ATPase and hydrogen evolution activities of washed membrane vesicles of P. furiosus. Enzyme activities were measured as described in Materials and Methods. Fd was used as the electron carrier for H₂ production. ATPase activity is specifically inhibited by DCCD and nitrate but not by azide. The membrane-bound hydrogenase activity is specifically inhibited by copper ions (CuCl₂).

Fig. 3.

Hydrogen production and ATP synthesis catalyzed simultaneously by membrane vesicles. Enzyme activities were measured as described in Materials and Methods. Fd or MV was used as the electron carrier for H₂ production. Membrane vesicles synthesize ATP and produce H₂ in the presence of either Fd or MV as electron carriers (complete). MBH-coupled ATP synthesis is not observed either in the absence of the electron donor (–DT) for H₂ production or if the MBH is inhibited (+CuCl₂). ATP is not produced in the presence of ATP-synthase inhibitors (+DCCD, +nitrate) or in the absence of the pmf (+CCCP).

Fig. 4.

Direct measurements of ΔpH and Δψ during hydrogen production. The change in pH (a and b) was measured by using acridine orange, and the change in electrochemical potential (c and d) was measured by using oxonol VI as described in Materials and Methods. ΔpH (a) and Δψ (c) are formed when the electron donor Fd is added to the vesicles. Δψ and ΔpH are collapsed by the addition of CCCP (a and c) and when the MBH is inhibited by copper ions (CuCl₂, d), and these also prevent formation of ΔpH.

Fig. 5.

Hydrogen oxidation driven by reverse proton pumping.
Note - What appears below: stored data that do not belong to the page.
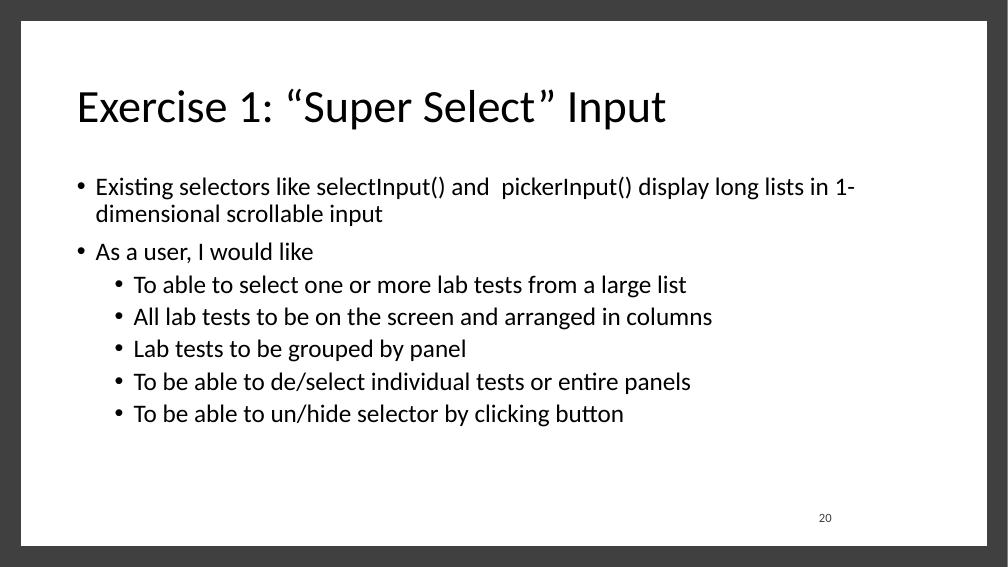
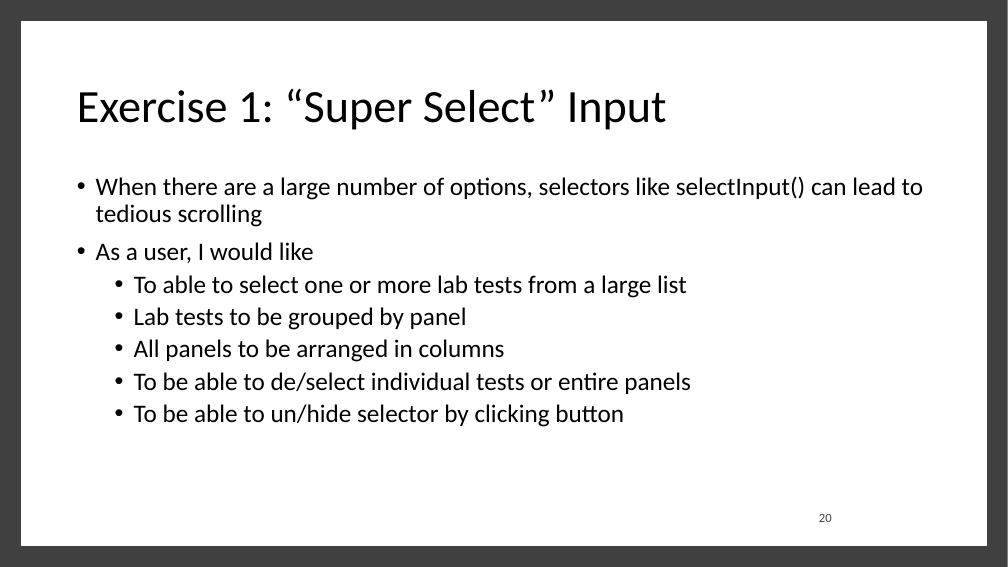
Before and after one commit to rdavidhall3/r-pharma-js-toolchain-2022, a slide deck: slide 20 of workshop/RPharma_2022_Hall_v2.pptx. Drawn at 1008x567 pixels with LibreOffice and Linux fonts; fonts in the diff are those of the drawing. Boxes give left, top, right and bottom in pixels: in the first picture for what was removed or moved away, otherwise in the second. Text is boxed around its words. In the diff, an @@ line names an element or a change of style, - is before the commit and + after.

```diff
--- a/workshop/RPharma_2022_Hall_v2.pptx
+++ b/workshop/RPharma_2022_Hall_v2.pptx
@@ text at bbox=[96, 176, 923, 227]: text changed @@
-• Existing selectors like selectInput() and pickerInput() display long lists in 1-dimensional scrollable input
+• When there are a large number of options, selectors like selectInput() can lead to tedious scrolling
@@ text at bbox=[134, 307, 712, 330]: paragraph removed @@
-  • All lab tests to be on the screen and arranged in columns
@@ text at bbox=[134, 339, 505, 362]: paragraph added @@
+  • All panels to be arranged in columns
```
Also in this commit, not shown: 9 other slides changed, 1 slide added, 2 other files.
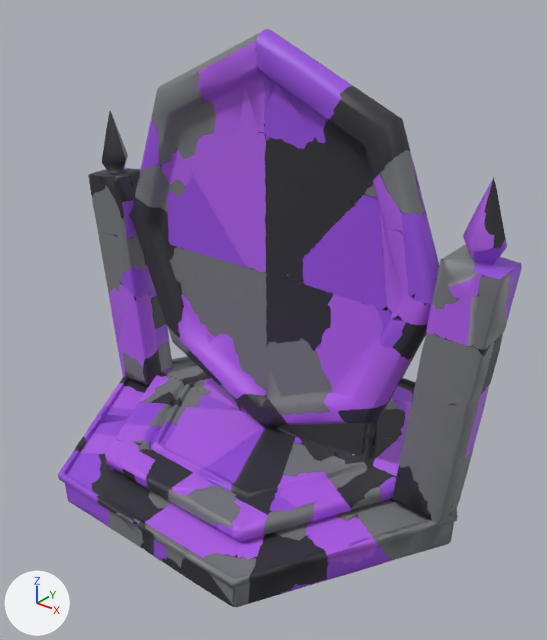
The FBX model source/modelsrc/vaelthor/rift/rift.fbx, before and after one commit.
Camera for both pictures: a 50 mm camera at (2.94, -3.62, 3.4) aimed at (0.11, -0.09, 1.21). The axes (+X, +Y, +Z) are drawn at lower left. The lights are the same throughout. The first picture is the older version. Vertices at exactly the same position are counted once.

In view in the first picture: 'rift'.
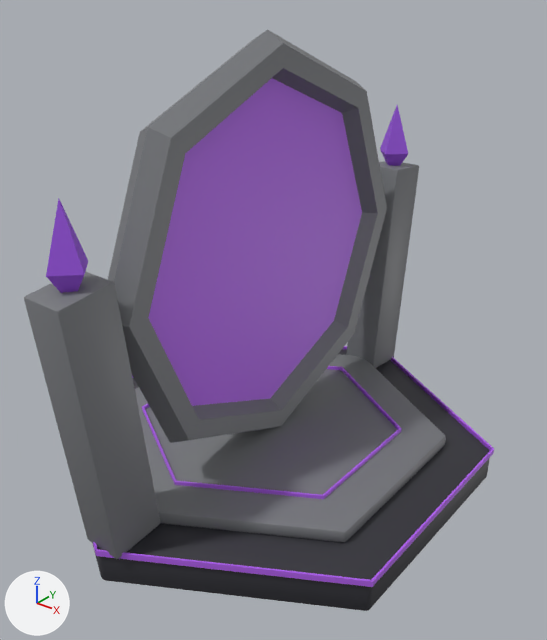
Where the change shows, as pixel boxes [x1, y1, x2, y2] in the pictures (547 x 640 px):
'rift', reshaped: before [58, 29, 522, 607]; after [24, 29, 494, 611]
part 1 of me_meshes_0, added: after [108, 29, 387, 443]
part 2 of me_meshes_0, added (purple): after [148, 78, 362, 406]
part 3 of me_meshes_0, rebuilt: before [58, 356, 459, 607]; after [93, 349, 490, 611]
part 4 of me_meshes_0, rebuilt: before [144, 378, 406, 514]; after [142, 366, 402, 499]
part 5 of me_meshes_0, added: after [24, 271, 160, 559]
part 6 of me_meshes_0, added: after [346, 161, 419, 368]
part 7 of me_meshes_0, added: after [93, 346, 494, 587]
part 8 of me_meshes_0, deleted: before [74, 29, 522, 559]
part 9 of me_meshes_0, built on: after [135, 354, 446, 542]
part 10 of me_meshes_0, added (purple): after [46, 198, 88, 293]
part 11 of me_meshes_0, added (purple): after [380, 105, 408, 166]

Diff of the bpy script that builds the scene:
```diff
--- a/source/modelsrc/vaelthor/rift/rift.fbx.py
+++ b/source/modelsrc/vaelthor/rift/rift.fbx.py
@@ me_meshes_0 @@
 # used by ob_rift; location = (0.0, 0.0, 0.0)
-me_meshes_0.from_pydata(...)  # 11930 vertices, 12000 faces; spans x -1.63..1.63, y -1.29..1.29, z 0.0..3.0
+me_meshes_0.from_pydata(...)  # 404 vertices, 784 faces; spans x -1.39..1.39, y -1.74..1.74, z 0.0..3.0
+# me_meshes_0 part 1: a new loose piece, a torus around x (ring radius 1.23, tube radius 0.14) spanning x -0.12..0.12, y -1.37..1.37, z 0.26..3.0, in mat_rift (picture img_rift_tga)
+# me_meshes_0 part 2: a new loose piece, an 8-sided cylinder along x spanning x -0.016..0.016, y -1.114..1.114, z 0.517..2.745, in mat_rift (picture img_rift_tga)
+# me_meshes_0 part 3: the loose piece of 2725 vertices spanning x -1.45..1.51, y -1.29..1.28, z 0.0..0.34 is rebuilt with 84 vertices and now spans x -1.38..1.38, y -1.59..1.59, z 0.0..0.24
+# me_meshes_0 part 4: the loose piece of 948 vertices spanning x -0.91..0.89, y -0.81..0.85, z 0.29..0.34 is rebuilt with 24 vertices and now spans x -0.83..0.83, y -0.95..0.95, z 0.32..0.36
+# me_meshes_0 part 5: a new loose piece of 56 vertices spanning x -0.14..0.14, y -1.74..-1.21, z 0.23..1.92, in mat_rift (picture img_rift_tga)
+# me_meshes_0 part 6: a new loose piece of 56 vertices spanning x -0.14..0.14, y 1.21..1.74, z 0.23..1.92, in mat_rift (picture img_rift_tga)
+# me_meshes_0 part 7: a new loose piece of 24 vertices spanning x -1.39..1.39, y -1.61..1.61, z 0.21..0.25, in mat_rift (picture img_rift_tga)
+# me_meshes_0 part 8: 208 loose pieces with 7886 vertices, spanning x -1.63..1.63, y -1.29..1.29, z 0.0..3.0, are deleted
+# me_meshes_0 part 9: 359 vertices removed from x -1.58..1.59, y -1.28..1.29, z 0.0..2.94; 83 vertices added at x -1.1..1.1, y -1.27..1.27, z 0.24..0.33
+# me_meshes_0 part 10: 6 vertices added at x -0.13..0.13, y -1.68..-1.42, z 1.81..2.37
+# me_meshes_0 part 11: 6 vertices added at x -0.13..0.13, y 1.42..1.68, z 1.81..2.37
+# other edits to the shape of me_meshes_0 do not show in these pictures
 me_meshes_0.materials.append(mat_rift)
```
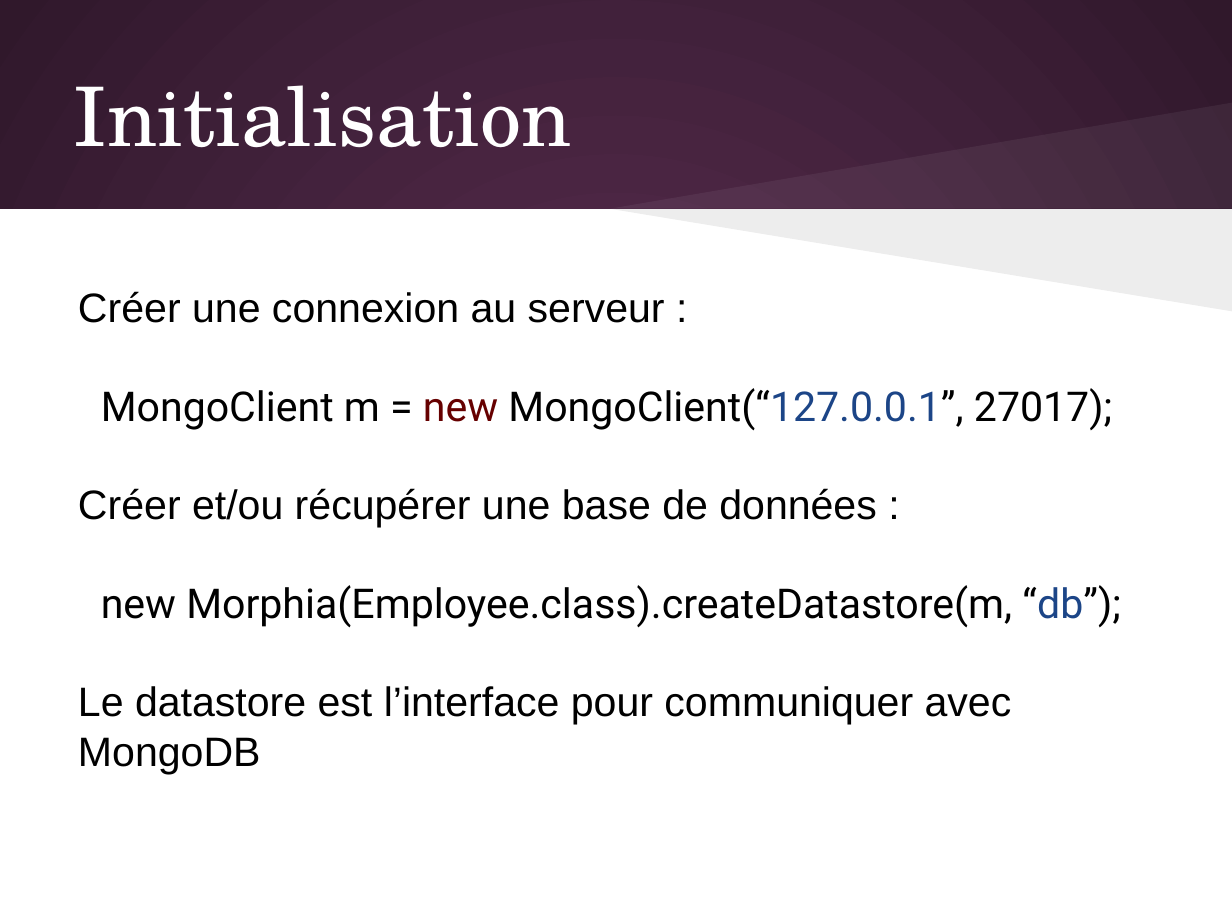
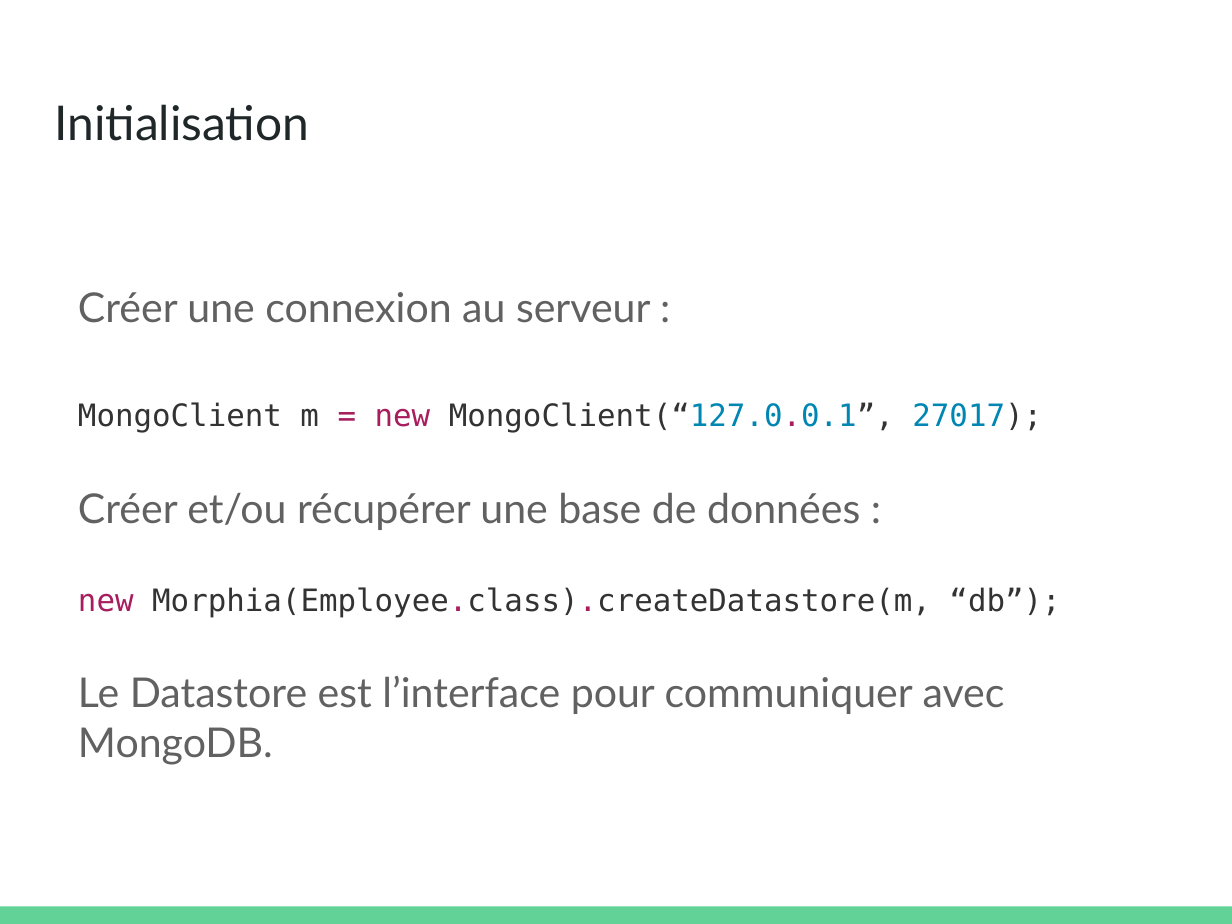
Before and after one commit to olivier-pitton/dant, a slide deck: slide 16 of mongodb/Cours_NoSQL.pptx. Drawn at 1232x924 pixels with LibreOffice and Linux fonts; fonts in the diff are those of the drawing. Boxes give left, top, right and bottom in pixels: in the first picture for what was removed or moved away, otherwise in the second. Text is boxed around its words. In the diff, an @@ line names an element or a change of style, - is before the commit and + after.

```diff
--- a/mongodb/Cours_NoSQL.pptx
+++ b/mongodb/Cours_NoSQL.pptx
@@ background gradient #592D50 to #30182B to #FFFFFF @@
@@ title "Initialisation": place and size @@
-title "Initialisation" at [74, 85, 571, 148]
+title "Initialisation" at [54, 104, 309, 141]
@@ title "Initialisation" at [54, 104, 309, 141]: size 48 to 28 pt, font TeX Gyre Schola to Lato, text colour #FFFFFF to #202729; vertical alignment middle to top @@
@@ freeform shape removed at [610, 102, 1232, 208] @@
@@ rectangle removed at [0, 209, 1232, 924] @@
@@ freeform shape removed at [610, 208, 1232, 310] @@
@@ text at [78, 292, 1060, 618]: font Arial to Lato, text colour #000000 to #616161 in "Créer une connexion au serveur :", "Créer et/ou récupérer une base de données ..."; size 24 to 18 pt, font Roboto to DejaVu Sans Mono, highlight none to #FFFFFF in "MongoClient m = new MongoClient(“127.0.0.1”, 27017);", "new Morphia(Employee.class).createDatastore(m, “db”);"; text colour #000000 to #333333 in "MongoClient m MongoClient(“127.0.0.1”, 27017);", "Morphia(Employee.class).createDatastore(m, “db”);"; text colour #000000 to #A71D5D in "=", "new Morphia(Employee.class).createDatastore(m,"; text colour #660000 to #A71D5D in "new"; text colour #1C4587 to #0086B3, text colour #1C4587 to #A71D5D in "MongoClient(“127.0.0.1”,"; text colour #000000 to #0086B3 in "27017);"; text colour #1C4587 to #333333 in "“db”);"; line spacing 1 to 1.43 @@
@@ text at [78, 676, 1005, 765]: text changed; font Arial to Lato; text colour #000000 to #616161 @@
-Le datastore est l’interface pour communiquer avec MongoDB
+Le Datastore est l’interface pour communiquer avec MongoDB.
@@ rectangle added at [0, 907, 1232, 924], fill #63D297 @@
```
Also in this commit, not shown: 63 other slides changed, 1 slide added, 9 slides removed, 5 other files.

H₂ uptake activity was measured by using benzyl viologen (BV) or MV as the electron acceptor as described in Materials and Methods. The activity is stimulated by the presence of ATP (+ATP) but is unaffected by ADP and P_i [+(ADP + P_i)] or when the ATPase is inhibited by nitrate (+nitrate).

Fig. 6.

Pathways of electron flow and energy conservation during sugar catabolism by P. furiosus. G-6-P, glucose 6-phosphate; F-6-P, fructose 6-phosphate; F-1,6-bP, fructose 1,6-bisphosphate; GAPOR, GAP:Fd oxidoreductase; 3-PG, 3-phosphoglycerate; 2-PG, 2-phosphoglycerate; PEP, phosphoenolpyruvate; POR, pyruvate:Fd oxidoreductase; ACS, acetyl-CoA synthase. See text for details.